Photo Credit: James Roy Sullivan
Interview: Good Sleepy
Written by: Oliver Heffron
If you’re feeling bereft of good emo music, you probably just need Good Sleepy. The Central Massachusetts outfit's new sophomore LP, CONSTANT HUMMING, delivers hard-hitting, headbanging riffs with just the right dose of dreamy melodies, with expansive, polished production you’d never guess was mixed in a basement and not a major studio. On tracks like “LOOMING” and “ALL AT ONCE,” the band displays the mixture of raw, DIY energy and infectious songwriting that makes for a great record, and an even better live show.
Good Sleepy includes Thomas Sullivan (bass, vocals), Seth Girard (guitar, vocals), Ryan Duggan (guitar), and Jack Wensky (drums), all Worcester, MA natives. “It's a really nice area, very nice community,” Jack says. “There’s a lot of small towns,” Thomas adds. “Everybody knows everybody.”
The band started in high school when Thomas and Seth became friends over their shared love for music. “We both really liked the emo music and bonded over it,” Seth recalls. “Thomas and I started as a two-piece, just playing house shows.”
Ryan joined after seeing Good Sleepy at a garage show. “I happened to play guitar, and they're like, 'Oh, you play guitar, you should join the band.' And the rest is history,” he says. Thomas adds that the group completed its lineup while recording their first album at Sound Acres: “We needed a new drummer, Jack was there, and he's a great drummer. We've known him a long time.”
After three self-released EPs, Good Sleepy signed to No Sleep Records in 2020, following a feature on one of their compilations. This led to recording their debut LP, everysinglelittlebit, in rural Southern New Jersey at Sound Acres Studio at the year's end.
“Chris Freeman from Hot Mulligan contacted us after we signed and said, 'Come record with us, I'll be down there, and we'll get you three weeks in the studio.' It was a big shift from the DIY stuff,” Seth explains. “We'd never had real studio experience—going from messing around in Thomas's basement to a pro studio was a huge change.”
Thomas says, “We signed right before COVID happened too, which was a weird time to be signing to a label as a band. But it worked out because it gave us so much time to get ready to take full advantage of that opportunity...And then coming back after COVID, our first show back, it was really sick to see the reception.”
Since their first album, the band brought professional studio experience back to their DIY roots and shifted their sound. “We ran dry on twinkly emo when we got into heavier music and took inspiration from that for this record,” Jack says. “We started this record years ago,” Ryan adds. “Our biggest inspirations are The Story So Far, Turnstile, Title Fight—bands we’ve now blended into our sound.”
Photo Credit: James Roy Sullivan
Thomas details their recording process: “We demoed everything out completely DIY back home, at my family's place, actually in the space that we grew up practicing in. So that was a nice, familiar kind of environment to be in during the demoing process, and the whole songwriting process."
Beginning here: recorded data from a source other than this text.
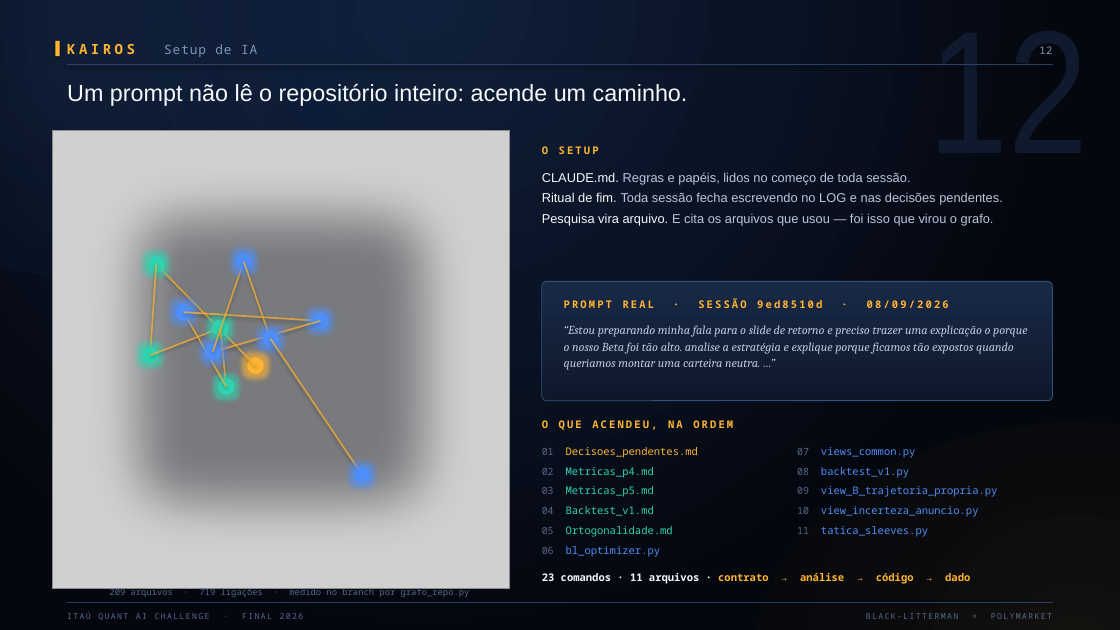
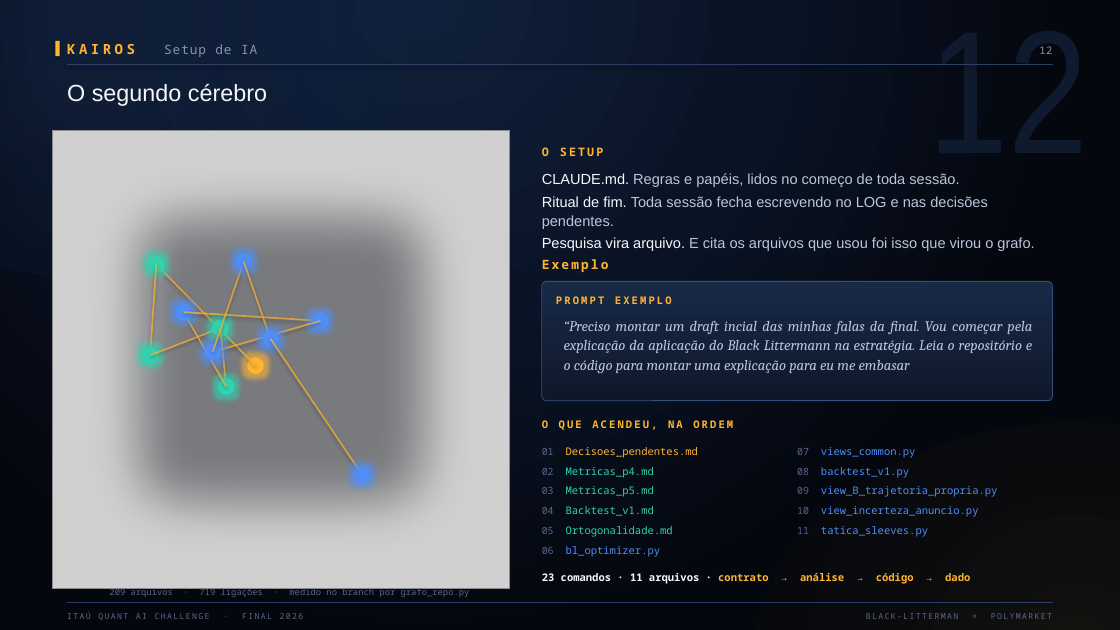
Before and after one commit to liahaller/Desafio-Quant-Itau, a slide deck: slide 14 of Final/Slides_novos.pptx (slide 16 before the commit). Drawn at 1120x630 pixels with LibreOffice and Linux fonts; fonts in the diff are those of the drawing; grey boxes stand for pictures. Boxes give left, top, right and bottom in pixels: in the first picture for what was removed or moved away, otherwise in the second. Text is boxed around its words. In the diff, an @@ line names an element or a change of style, - is before the commit and + after.

```diff
--- a/Final/Slides_novos.pptx
+++ b/Final/Slides_novos.pptx
@@ text at (x1=67, y1=83, x2=267, y2=106): text changed @@
-Um prompt não lê o repositório inteiro: acende um caminho.
+O segundo cérebro
@@ text "O SETUP" at (x1=542, y1=147, x2=603, y2=156): size 9 to 10 pt @@
@@ text at (x1=542, y1=173, x2=988, y2=229): size 11 to 12.5 pt in "CLAUDE.md. Regras e papéis, lidos no começo ...", "Ritual de fim. Toda sessão fecha escrevendo ..." @@
@@ text at (x1=542, y1=237, x2=1034, y2=272): text changed; size 11 to 12.5 pt @@
-Pesquisa vira arquivo. E cita os arquivos que usou — foi isso que virou o grafo.
+Pesquisa vira arquivo. E cita os arquivos que usou foi isso que virou o grafo.
+Exemplo
@@ text at (x1=556, y1=296, x2=672, y2=304): text changed @@
-PROMPT REAL · SESSÃO 9ed8510d · 08/09/2026
+PROMPT EXEMPLO
@@ text at (x1=564, y1=321, x2=1032, y2=373): text changed; size 10.5 to 12.5 pt @@
-“Estou preparando minha fala para o slide de retorno e preciso trazer uma explicação o porque o nosso Beta foi tão alto. analise a estratégia e explique porque ficamos tão expostos quando queriamos montar uma carteira neutra. …”
+“Preciso montar um draft incial das minhas falas da final. Vou começar pela explicação da aplicação do Black Littermann na estratégia. Leia o repositório e o código para montar uma explicação para eu me embasar
```
Also in this commit, not shown: 13 other slides changed, 2 slides removed, 2 other files.
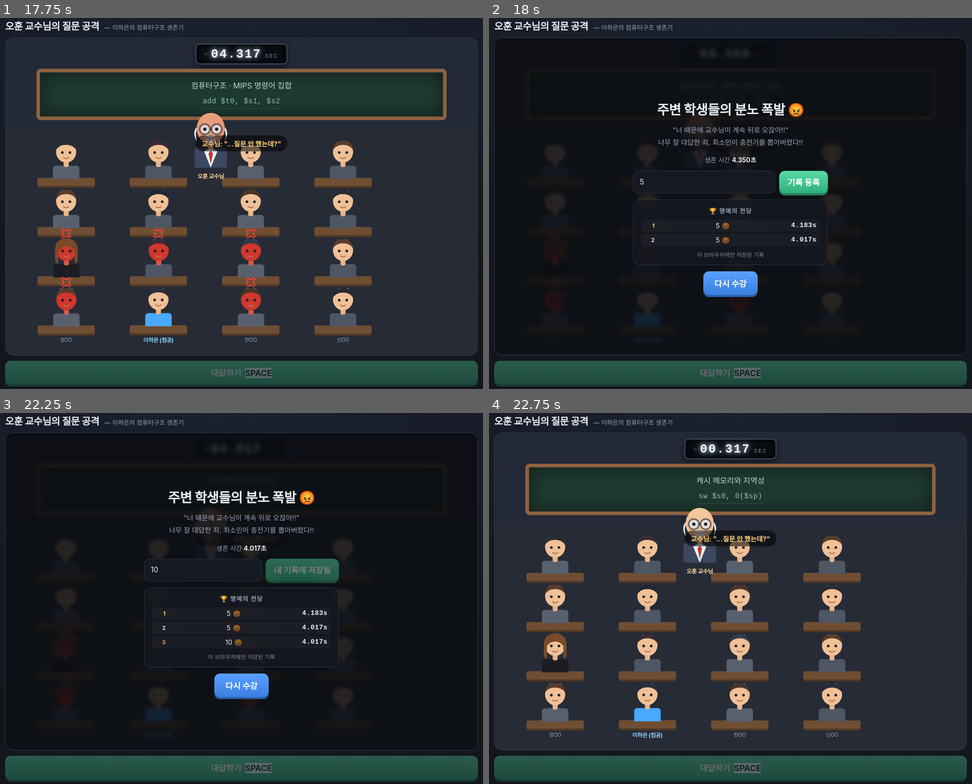
Above: before the commit, frames 1-4 (two rows, left to right).
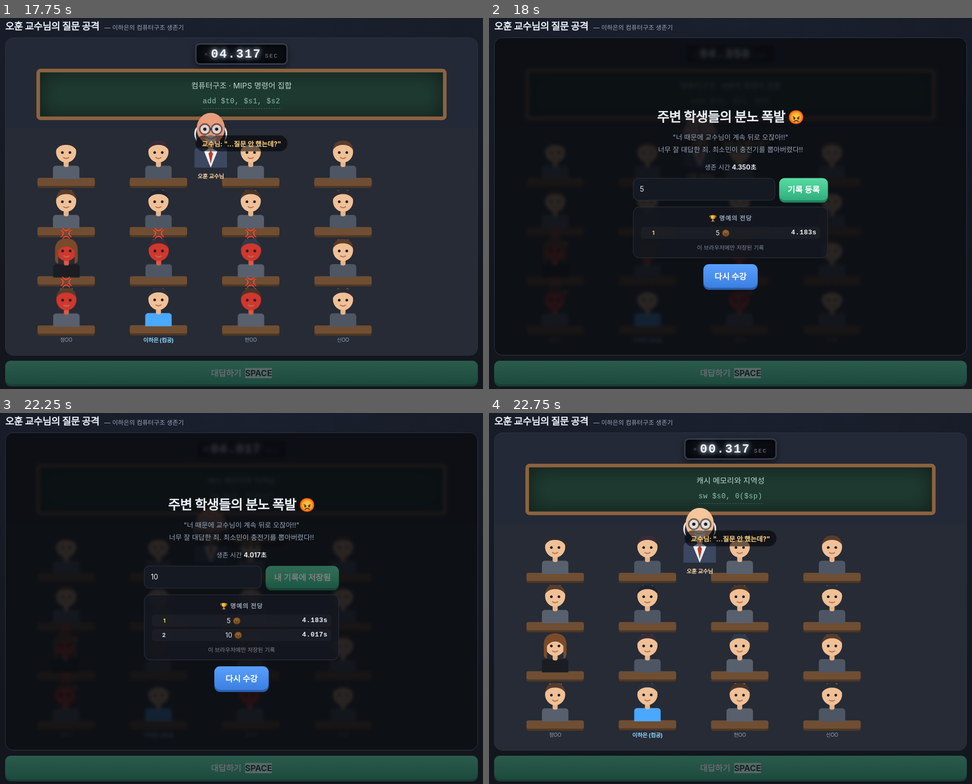
Above: after the commit, the same moments.

Repository: ozvshhh/ohhoon-quiz-game
Game: browser game, page index.html
Two runs of this game, one before a commit and one after it. Both use one fixed random seed, a clock stepped at 60 frames per second and the inputs below.
Inputs (mouse positions are in pixels of both pictures, inside the frame that each line leads up to; where the layout moved, square brackets give the same spot in the first picture):
- Up to frame 1 (17.75 s): click "수업 시작" at 0.27 s; tap Space every 0.33 s from 1.1 to 17.43 s; click "대답하기 SPACE" at 1.67 s; click (217, 188) at 4.67 s; type "5" at 4.67 s; tap Enter at 4.7 s; click "대답하기 SPACE" at 6.17 s; click "대답하기 SPACE" at 10.67 s; click "기록 등록" at 13.17 s
- Up to frame 2 (18 s): tap Space at 17.77 s
- Up to frame 3 (22.25 s): tap Space every 0.33 s from 18.1 to 22.1 s; click "대답하기 SPACE" at 19.67 s; click (217, 583) [217, 576] at 22.17 s; type "10" at 22.17 s; tap Enter at 22.2 s
- Up to frame 4 (22.75 s): tap Space at 22.43 s

Frame 1 is identical in both runs. In frame 2, 3.6% of the frame differs, in the area x 29-71%, y 22-76%; in frame 3, 4.0%, in the area x 29-71%, y 20-78%; in frame 4, nothing differs.

Commit message:
랭킹에서 같은 이름은 최고 기록만 표시, 중복 등록 차단
Co-Authored-By: Claude Opus 5 <noreply@anthropic.com>

Diff:
--- a/index.html
+++ b/index.html
@@ -576,9 +576,20 @@
   LB.local = lsGet(LS_KEY, []) || [];
   try{ nameInput.value = lsGet(LS_NAME,'') || ''; }catch(e){}
 
+  // 같은 이름은 최고 기록 하나만 남긴다 (중복 제거)
+  function dedupe(list){
+    const best = new Map();
+    (list||[]).forEach(r=>{
+      const key = String(r.name||'익명').trim().toLowerCase();
+      const prev = best.get(key);
+      if(!prev || Number(r.t||0) > Number(prev.t||0)) best.set(key, r);
+    });
+    return Array.from(best.values()).sort((a,b)=>Number(b.t||0)-Number(a.t||0));
+  }
+
   function renderLB(){
     const shared = LB.mode!=='local';
-    const rows = (shared ? LB.rows : LB.local).slice(0,10);
+    const rows = dedupe(shared ? LB.rows : LB.local).slice(0,10);
     lbList.innerHTML = rows.map((r,i)=>{
       const mine = LB.myKey && r.key===LB.myKey;
       const icon = r.cause==='stud' ? '😡' : '💥';
@@ -645,10 +656,12 @@
   })();
 
   async function submitScore(){
+    if(LB.submitting) return;
+    LB.submitting = true;
     const name = (nameInput.value||'').trim().slice(0,12) || '익명';
     lsSet(LS_NAME, name);
     const secs = (typeof S.lastTime === 'number') ? S.lastTime : S.t;
-    if(!(secs > 0)){ return; }   // 게임오버 기록이 없으면 등록하지 않는다
+    if(!(secs > 0)){ LB.submitting = false; return; }   // 게임오버 기록이 없으면 등록하지 않는다
     const rec = { name, t:+secs.toFixed(3), cause:S.lastCause || 'prof', ts:Date.now() };
 
     LB.local = (LB.local||[]).concat([rec]).sort((a,b)=>b.t-a.t).slice(0,10);
@@ -666,6 +679,7 @@
     }catch(e){
       saveBtn.textContent = '내 기록에만 저장됨';
     }finally{
+      LB.submitting = false;
       renderLB();
     }
   }

Thomas notes that they spent one day in the studio with Boston-based producer Charlie Burket, tracking all 14 tracks on drums. “Shoutout to Jack for doing that.”
Despite the humble home studio, CONSTANT HUMMING features polished production that packs garage-show energy. “Every time we show it to our friends, they're like, 'Oh, like, what studio is this at?' And we're like, ‘we did it ourselves,’” Seth says. “With this space that we had, we really made it work. And I'm really proud of us for making it sound the way it did, for being in a basement, you know,” Jack adds.
Thomas and Seth agree their favorite from the new album is “745.” “It’s the most Good Sleepy song ever. Everything we’ve done is rolled into one, but better,” Seth says. “It just came so naturally and felt so right playing it,” Thomas adds.
Ryan says, “It changes, but 'LOOMING' is an extremely diverse track for me. It's very poppy, very heavy, very listenable.” Jack picks the intro track, 'ALL AT ONCE.' “We spent a very, very long time just trying to get that song to sound exactly the way we wanted it—whether that be the lead, drums, bass, melody. I think it’s very well crafted.”
To prepare for the new album, Good Sleepy launched their first five-week DIY headlining tour last summer. Seth shares, “Showing up across the country and having kids know your songs and sing the lyrics back to you—it's always pretty crazy.”
Reflecting on what the new album means to them, Ryan says, “ I think it's an amalgamation of us growing up as people, us growing as a band, and kind of pushing what we want to sound like.” With CONSTANT HUMMING, Good Sleepy doesn’t just return to their roots, but amplifies them.